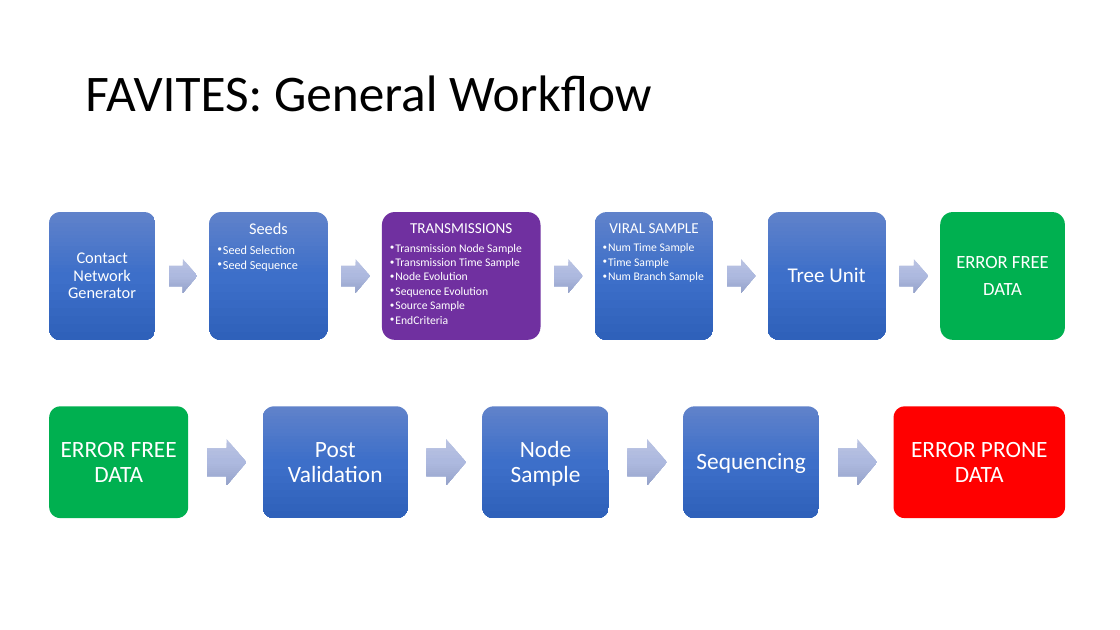
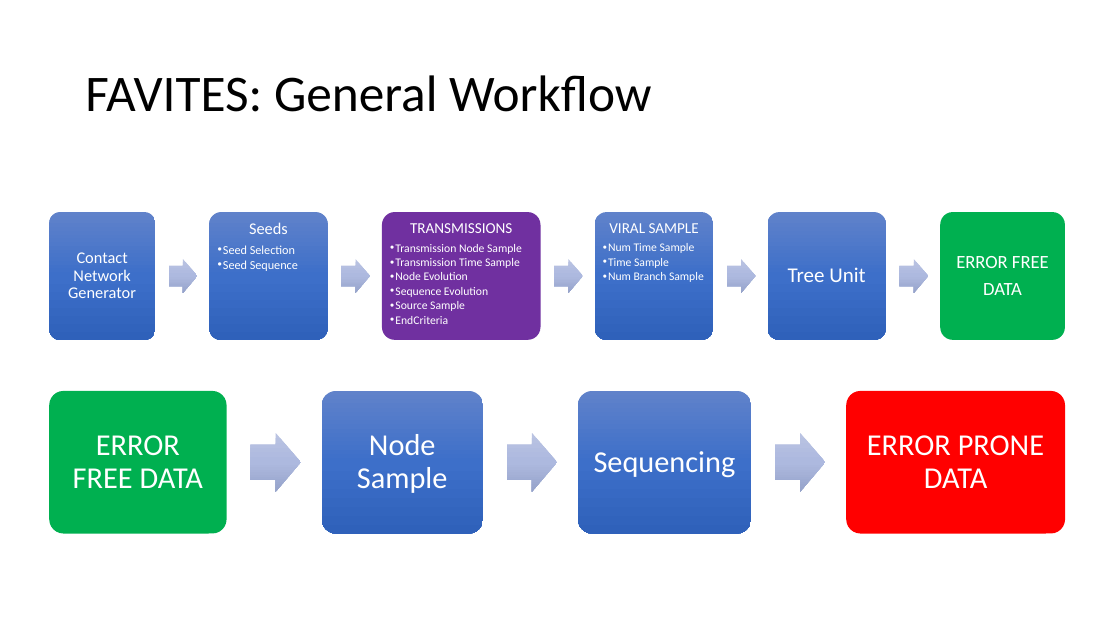
Before and after one commit to niemasd/FAVITES, a slide deck: slide 2 of figures/figures.pptx. Drawn at 1120x630 pixels with LibreOffice and Linux fonts; fonts in the diff are those of the drawing. Boxes give left, top, right and bottom in pixels: in the first picture for what was removed or moved away, otherwise in the second. Text is boxed around its words. In the diff, an @@ line names an element or a change of style, - is before the commit and + after.

Commit message:
Updated workflow figure

```diff
--- a/figures/figures.pptx
+++ b/figures/figures.pptx
@@ rounded rectangle: place and size @@
-rounded rectangle at bbox=[50, 407, 189, 518]
+rounded rectangle at bbox=[50, 391, 227, 534]
@@ text "ERROR FREE DATA": place and size @@
-text "ERROR FREE DATA" at bbox=[61, 442, 177, 482]
+text "ERROR FREE DATA" at bbox=[73, 435, 203, 488]
@@ rounded rectangle: place and size @@
-rounded rectangle at bbox=[263, 407, 408, 518]
+rounded rectangle at bbox=[322, 391, 483, 534]
@@ size 20 to 26 pt; more space between paragraphs in 4 elements at bbox=[73, 435, 203, 488], bbox=[867, 435, 1044, 488], bbox=[594, 451, 736, 477], bbox=[357, 434, 448, 493] @@
@@ text "Node Sample": place and size @@
-text "Node Sample" at bbox=[511, 441, 581, 486]
+text "Node Sample" at bbox=[357, 434, 448, 493]
@@ rounded rectangle removed at bbox=[482, 407, 608, 518] @@
@@ rounded rectangle: place and size @@
-rounded rectangle at bbox=[683, 407, 819, 518]
+rounded rectangle at bbox=[578, 391, 751, 534]
@@ text "Sequencing": place and size @@
-text "Sequencing" at bbox=[696, 453, 805, 473]
+text "Sequencing" at bbox=[594, 451, 736, 477]
@@ rounded rectangle: place and size @@
-rounded rectangle at bbox=[894, 407, 1065, 518]
+rounded rectangle at bbox=[846, 391, 1065, 534]
@@ text "ERROR PRONE DATA": place and size @@
-text "ERROR PRONE DATA" at bbox=[911, 442, 1047, 482]
+text "ERROR PRONE DATA" at bbox=[867, 435, 1044, 488]
@@ right arrow: place and size @@
-right arrow at bbox=[207, 439, 246, 486]
+right arrow at bbox=[250, 433, 301, 492]
@@ text removed at bbox=[288, 442, 383, 482] @@
-Post Validation
@@ right arrow: place and size @@
-right arrow at bbox=[427, 439, 466, 486]
+right arrow at bbox=[507, 433, 557, 492]
@@ right arrow removed at bbox=[628, 439, 667, 486] @@
@@ right arrow: place and size @@
-right arrow at bbox=[838, 439, 877, 486]
+right arrow at bbox=[776, 433, 826, 492]
```
_ _ _ _ _ _ _
When repeating the material above, keep every line exact and drop all pictures.

Before and after one commit to niemasd/FAVITES, a slide deck: slide 2 of figures/figures.pptx. Drawn at 1120x630 pixels with LibreOffice and Linux fonts; fonts in the diff are those of the drawing. Boxes give left, top, right and bottom in pixels: in the first picture for what was removed or moved away, otherwise in the second. Text is boxed around its words. In the diff, an @@ line names an element or a change of style, - is before the commit and + after.

Commit message:
Updated workflow figure

```diff
--- a/figures/figures.pptx
+++ b/figures/figures.pptx
@@ rounded rectangle: place and size @@
-rounded rectangle at bbox=[50, 407, 189, 518]
+rounded rectangle at bbox=[50, 391, 227, 534]
@@ text "ERROR FREE DATA": place and size @@
-text "ERROR FREE DATA" at bbox=[61, 442, 177, 482]
+text "ERROR FREE DATA" at bbox=[73, 435, 203, 488]
@@ rounded rectangle: place and size @@
-rounded rectangle at bbox=[263, 407, 408, 518]
+rounded rectangle at bbox=[322, 391, 483, 534]
@@ size 20 to 26 pt; more space between paragraphs in 4 elements at bbox=[73, 435, 203, 488], bbox=[867, 435, 1044, 488], bbox=[594, 451, 736, 477], bbox=[357, 434, 448, 493] @@
@@ text "Node Sample": place and size @@
-text "Node Sample" at bbox=[511, 441, 581, 486]
+text "Node Sample" at bbox=[357, 434, 448, 493]
@@ rounded rectangle removed at bbox=[482, 407, 608, 518] @@
@@ rounded rectangle: place and size @@
-rounded rectangle at bbox=[683, 407, 819, 518]
+rounded rectangle at bbox=[578, 391, 751, 534]
@@ text "Sequencing": place and size @@
-text "Sequencing" at bbox=[696, 453, 805, 473]
+text "Sequencing" at bbox=[594, 451, 736, 477]
@@ rounded rectangle: place and size @@
-rounded rectangle at bbox=[894, 407, 1065, 518]
+rounded rectangle at bbox=[846, 391, 1065, 534]
@@ text "ERROR PRONE DATA": place and size @@
-text "ERROR PRONE DATA" at bbox=[911, 442, 1047, 482]
+text "ERROR PRONE DATA" at bbox=[867, 435, 1044, 488]
@@ right arrow: place and size @@
-right arrow at bbox=[207, 439, 246, 486]
+right arrow at bbox=[250, 433, 301, 492]
@@ text removed at bbox=[288, 442, 383, 482] @@
-Post Validation
@@ right arrow: place and size @@
-right arrow at bbox=[427, 439, 466, 486]
+right arrow at bbox=[507, 433, 557, 492]
@@ right arrow removed at bbox=[628, 439, 667, 486] @@
@@ right arrow: place and size @@
-right arrow at bbox=[838, 439, 877, 486]
+right arrow at bbox=[776, 433, 826, 492]
```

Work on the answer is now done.